> _TASK DETAILS_
Whenever a line of the records below contains the word "this", copy that line.

*** Opening SUPPLIED DATA ***

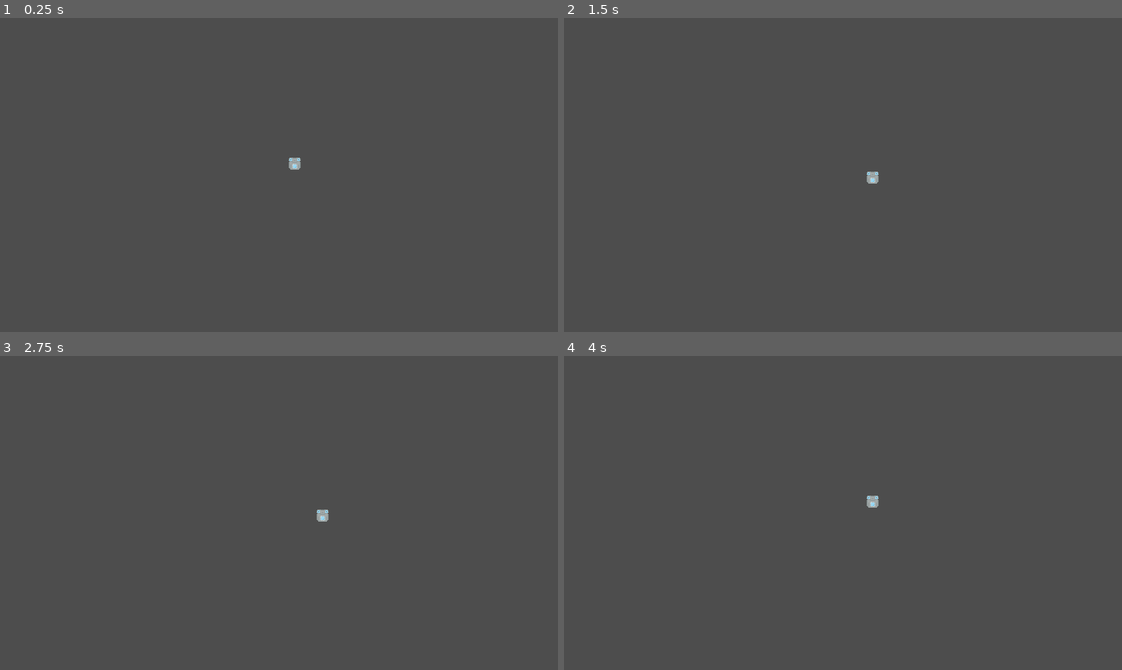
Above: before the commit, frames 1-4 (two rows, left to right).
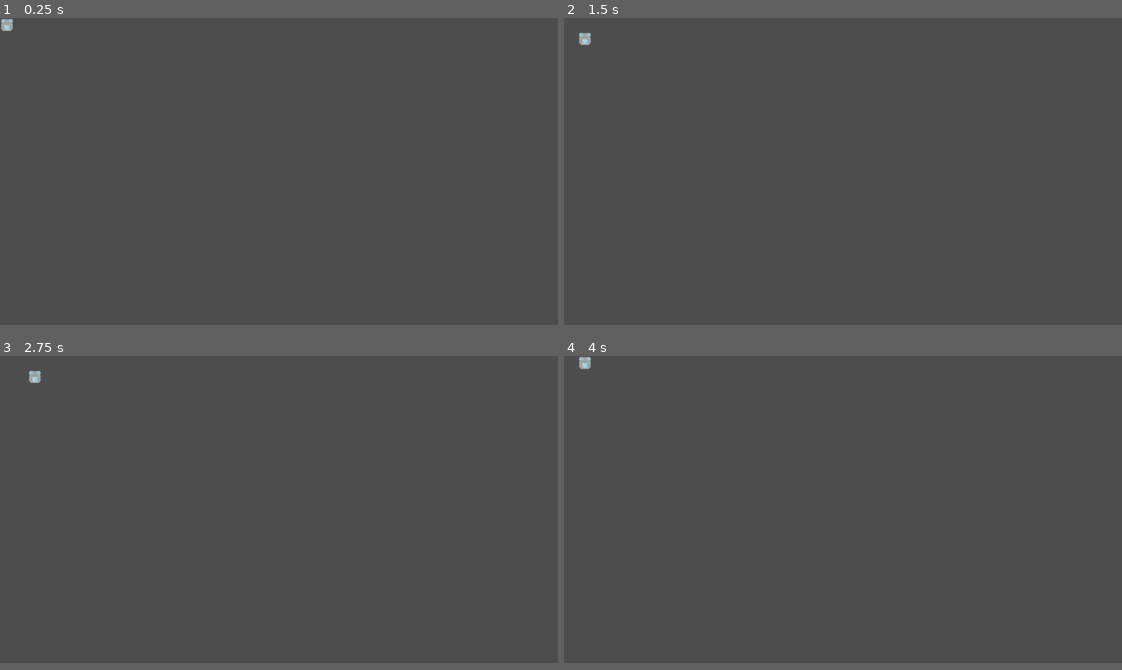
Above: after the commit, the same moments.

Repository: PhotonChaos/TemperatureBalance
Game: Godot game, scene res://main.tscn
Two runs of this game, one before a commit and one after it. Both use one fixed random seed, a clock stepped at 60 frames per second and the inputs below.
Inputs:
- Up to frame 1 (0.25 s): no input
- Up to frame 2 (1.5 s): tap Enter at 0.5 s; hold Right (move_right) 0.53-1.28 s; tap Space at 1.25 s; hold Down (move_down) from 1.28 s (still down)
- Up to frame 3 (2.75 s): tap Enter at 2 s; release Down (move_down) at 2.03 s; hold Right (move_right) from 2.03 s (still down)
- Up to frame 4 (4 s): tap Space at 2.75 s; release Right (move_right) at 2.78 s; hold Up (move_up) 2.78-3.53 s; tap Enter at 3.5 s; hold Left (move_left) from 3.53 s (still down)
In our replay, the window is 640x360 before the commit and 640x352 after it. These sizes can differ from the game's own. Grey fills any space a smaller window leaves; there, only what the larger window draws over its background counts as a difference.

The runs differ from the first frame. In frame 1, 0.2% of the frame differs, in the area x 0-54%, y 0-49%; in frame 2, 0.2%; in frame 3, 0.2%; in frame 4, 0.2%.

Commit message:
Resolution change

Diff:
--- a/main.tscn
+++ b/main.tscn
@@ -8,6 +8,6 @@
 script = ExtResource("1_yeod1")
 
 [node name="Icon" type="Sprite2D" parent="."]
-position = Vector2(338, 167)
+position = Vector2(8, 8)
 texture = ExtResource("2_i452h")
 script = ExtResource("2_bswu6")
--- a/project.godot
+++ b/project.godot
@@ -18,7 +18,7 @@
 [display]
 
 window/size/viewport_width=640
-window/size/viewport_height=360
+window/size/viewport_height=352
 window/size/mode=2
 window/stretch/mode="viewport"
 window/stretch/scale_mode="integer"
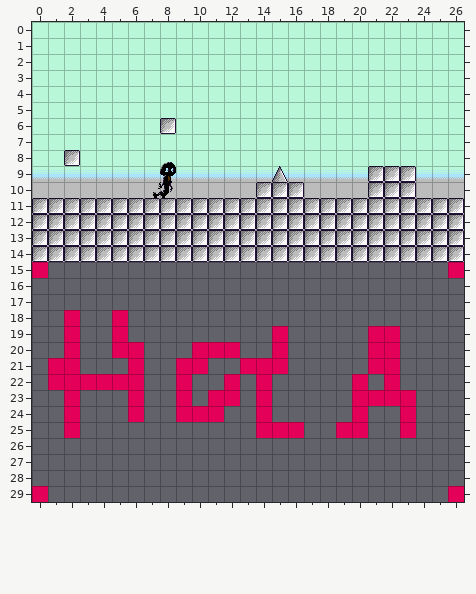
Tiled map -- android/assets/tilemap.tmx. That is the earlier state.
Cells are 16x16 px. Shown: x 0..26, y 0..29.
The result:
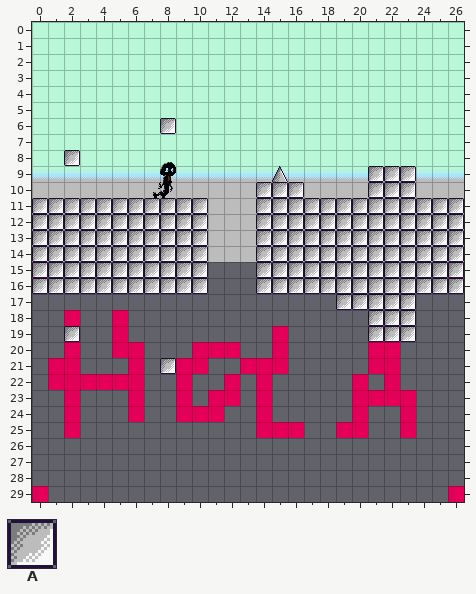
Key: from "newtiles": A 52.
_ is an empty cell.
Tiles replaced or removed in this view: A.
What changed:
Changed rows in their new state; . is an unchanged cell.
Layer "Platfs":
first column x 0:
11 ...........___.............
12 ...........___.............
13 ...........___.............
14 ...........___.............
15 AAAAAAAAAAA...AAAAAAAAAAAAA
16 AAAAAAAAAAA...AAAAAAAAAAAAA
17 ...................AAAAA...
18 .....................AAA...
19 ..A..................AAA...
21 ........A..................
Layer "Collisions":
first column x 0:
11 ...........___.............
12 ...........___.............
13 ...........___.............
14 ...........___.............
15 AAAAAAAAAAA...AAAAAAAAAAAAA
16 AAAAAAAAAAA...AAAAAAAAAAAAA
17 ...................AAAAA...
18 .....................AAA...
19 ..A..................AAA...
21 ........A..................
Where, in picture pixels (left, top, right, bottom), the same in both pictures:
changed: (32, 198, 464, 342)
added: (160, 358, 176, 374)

*** Closing SUPPLIED DATA ***
*** Opening SUPPLIED DATA ***

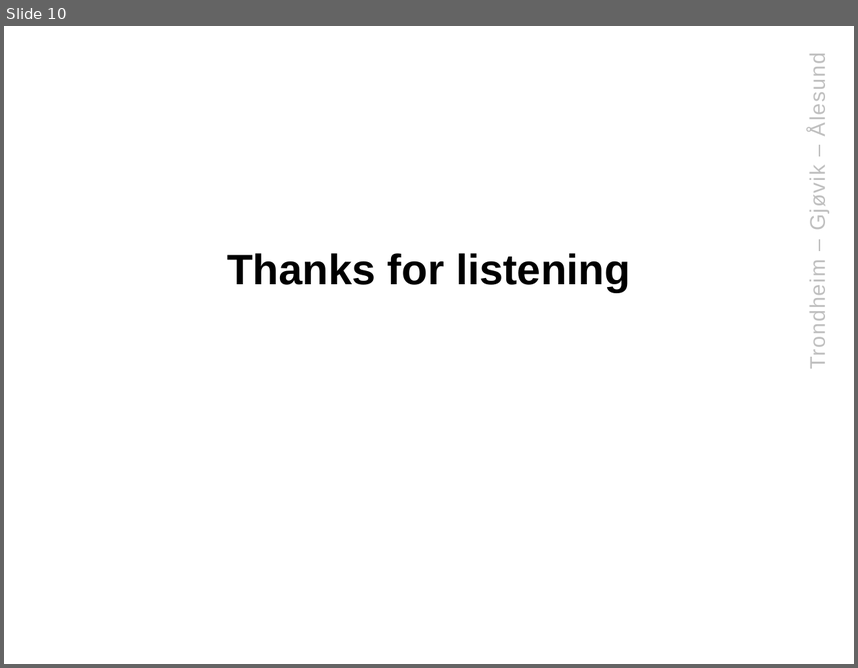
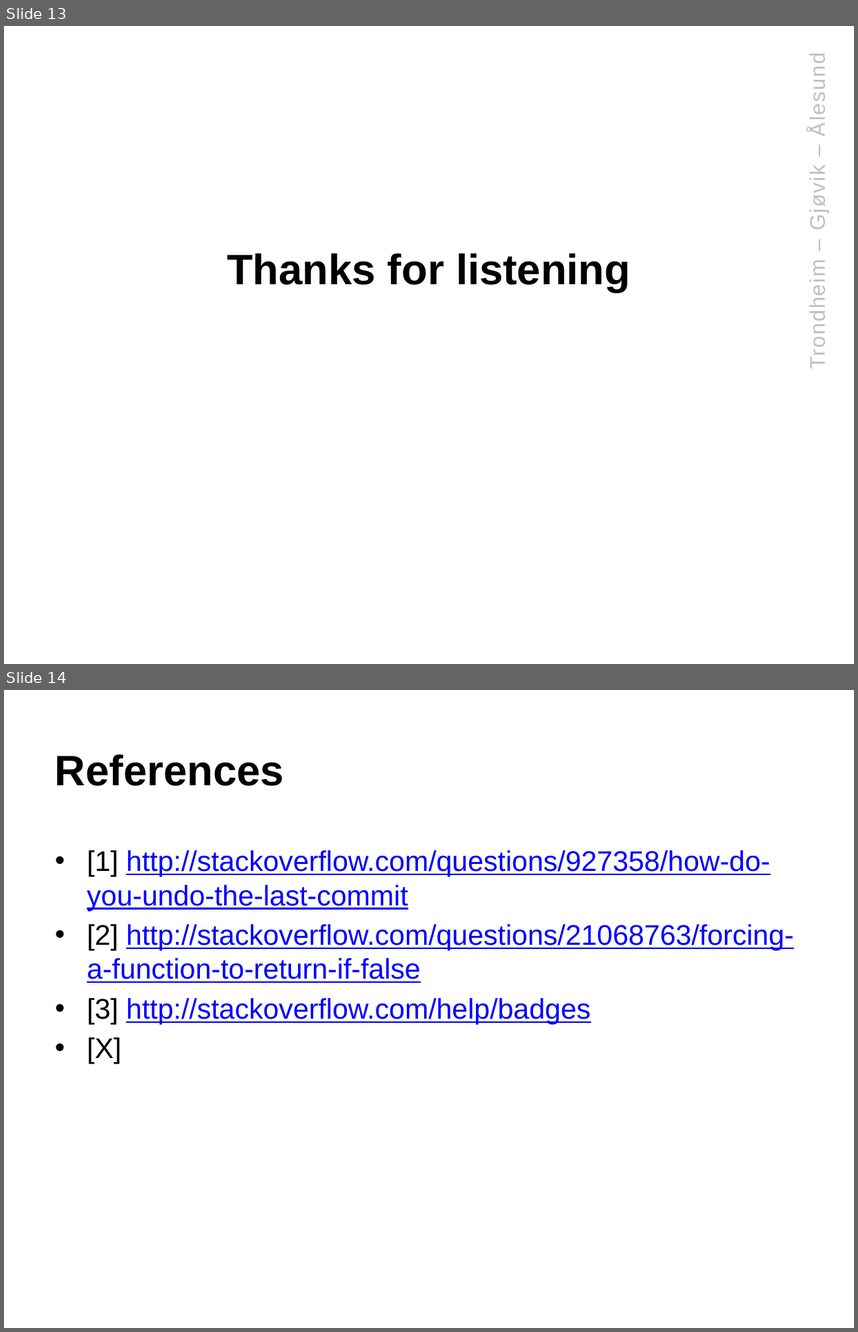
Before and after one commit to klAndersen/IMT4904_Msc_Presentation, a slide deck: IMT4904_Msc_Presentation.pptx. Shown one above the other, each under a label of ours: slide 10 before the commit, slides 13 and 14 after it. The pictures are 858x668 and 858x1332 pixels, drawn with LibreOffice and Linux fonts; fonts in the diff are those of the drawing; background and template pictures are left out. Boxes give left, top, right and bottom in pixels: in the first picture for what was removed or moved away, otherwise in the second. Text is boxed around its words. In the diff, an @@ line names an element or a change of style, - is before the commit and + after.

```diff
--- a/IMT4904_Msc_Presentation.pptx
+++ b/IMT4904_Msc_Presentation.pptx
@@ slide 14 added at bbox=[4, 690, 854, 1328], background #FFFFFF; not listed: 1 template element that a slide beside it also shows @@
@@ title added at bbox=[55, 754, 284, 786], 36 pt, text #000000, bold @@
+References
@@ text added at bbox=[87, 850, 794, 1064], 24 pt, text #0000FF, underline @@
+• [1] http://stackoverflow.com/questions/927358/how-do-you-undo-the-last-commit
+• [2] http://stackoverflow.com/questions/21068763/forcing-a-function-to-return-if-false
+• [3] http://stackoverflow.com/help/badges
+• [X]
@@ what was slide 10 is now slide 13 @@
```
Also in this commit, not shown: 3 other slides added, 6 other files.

*** Closing SUPPLIED DATA ***

> _EXERCISE SOLUTION_
Two runs of this game, one before a commit and one after it. Both use one fixed random seed, a clock stepped at 60 frames per second and the inputs below.
Tiles replaced or removed in this view: A.
Also in this commit, not shown: 3 other slides added, 6 other files.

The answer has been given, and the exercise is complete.